We close the workshop with new plans and a list of tiny, necessary adjustments. Tomorrow Kenji will test new shock mounts. Renji will try a lighter sight. I will drill my footwork until it reads like a secret language to my legs.

That night on the rooftop, Renji proposes a ridiculous emblem. Kenji draws numbers that could be used to dissolve a city if people let math have their way. Hana hums and folds bandages like she’s composing a lullaby in tape. Ayaka shows up with a thermos for reasons that sound like duty but look suspiciously like curiosity. Her placement near me is still a challenge.

“You will keep moving,” she says, not quite asked, not quite ordered.

“I will,” I answer, and mean it.

The city below us hums and glows and forgets us by design; the academy lights pulse like notes of a song it expects people to dance to. But we are learning to write other measures into the pattern. We move in small, stubborn increments: file, test, pivot, breathe.

Riku’s shadow has lengthened this semester. That is another problem we will face in time. For now I have a revolver that clicks clean, a bayonet that fits, and feet that argue less and listen more. That is not nothing. That is a way forward.
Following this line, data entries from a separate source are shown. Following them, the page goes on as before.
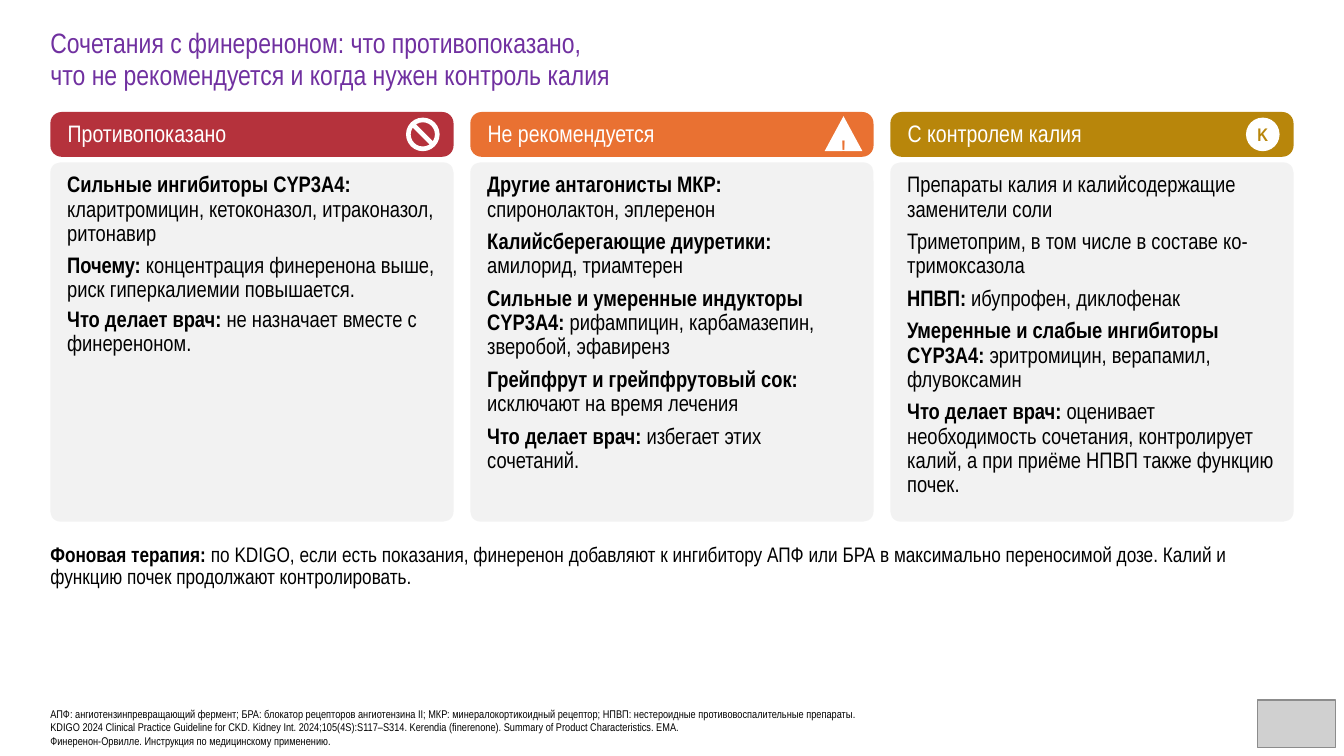
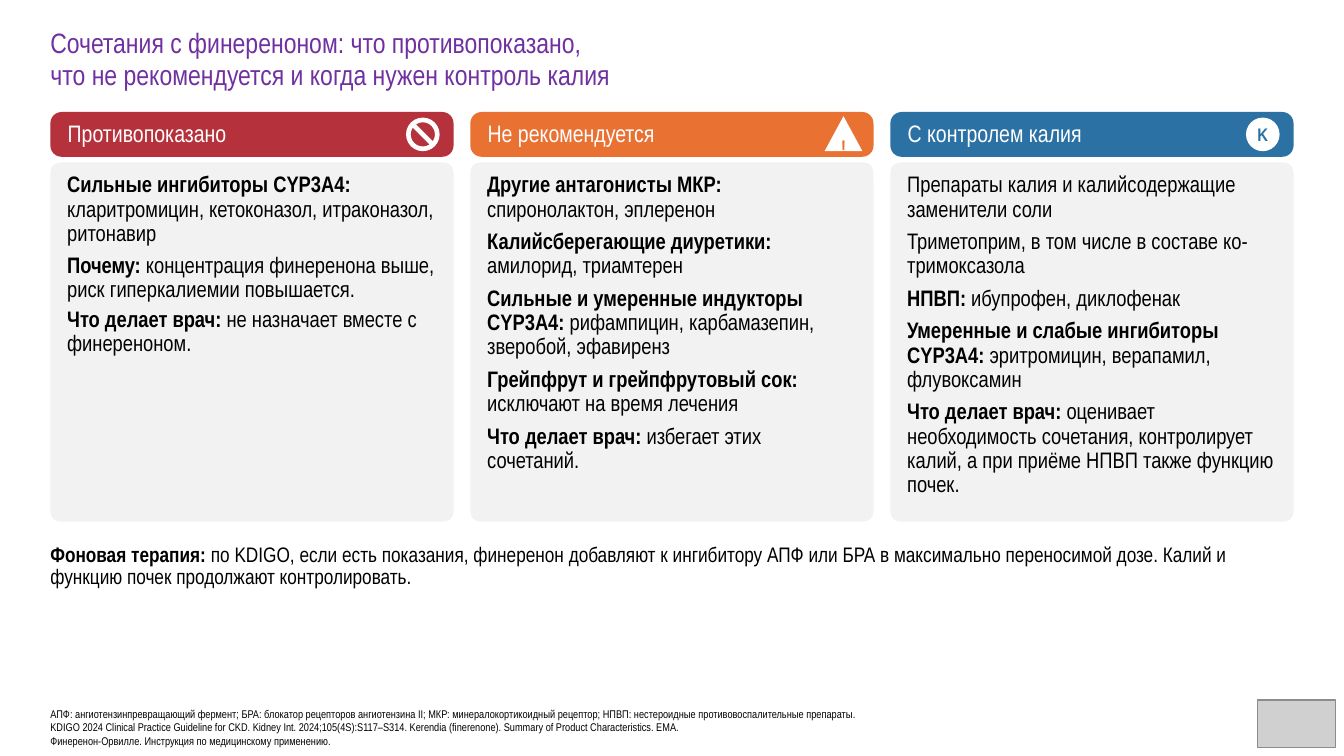
Before and after one commit to drabdulbosit1-eng/my-test-cloud, a slide deck: slide 30 of finerenone/Finerenone_Levin_reviewed.pptx. Drawn at 1344x756 pixels with LibreOffice and Linux fonts; fonts in the diff are those of the drawing; grey boxes stand for pictures. Boxes give left, top, right and bottom in pixels: in the first picture for what was removed or moved away, otherwise in the second. Text is boxed around its words. In the diff, an @@ line names an element or a change of style, - is before the commit and + after.

```diff
--- a/finerenone/Finerenone_Levin_reviewed.pptx
+++ b/finerenone/Finerenone_Levin_reviewed.pptx
@@ rounded rectangle "С контролем калия" at [890,112,1294,156]: fill #B8860B to #2C71A4 @@
@@ ellipse "K" at [1246,118,1279,151]: text colour #B8860B to #2C71A4 @@
```
Also in this commit, not shown: 2 other slides changed, 1 other file.

As we leave, Hana slips her hand into mine for the briefest of seconds—so brief Renji misses it, and Kenji writes in his notebook like he has not noticed anything. I carry the touch back inside me like a heat pack.

“Feet, not fear,” I whisper to the city, and my feet reply. Tomorrow will be a new map. Tomorrow, I will keep learning what a chorus of steps can do to a crowd that expects a solo.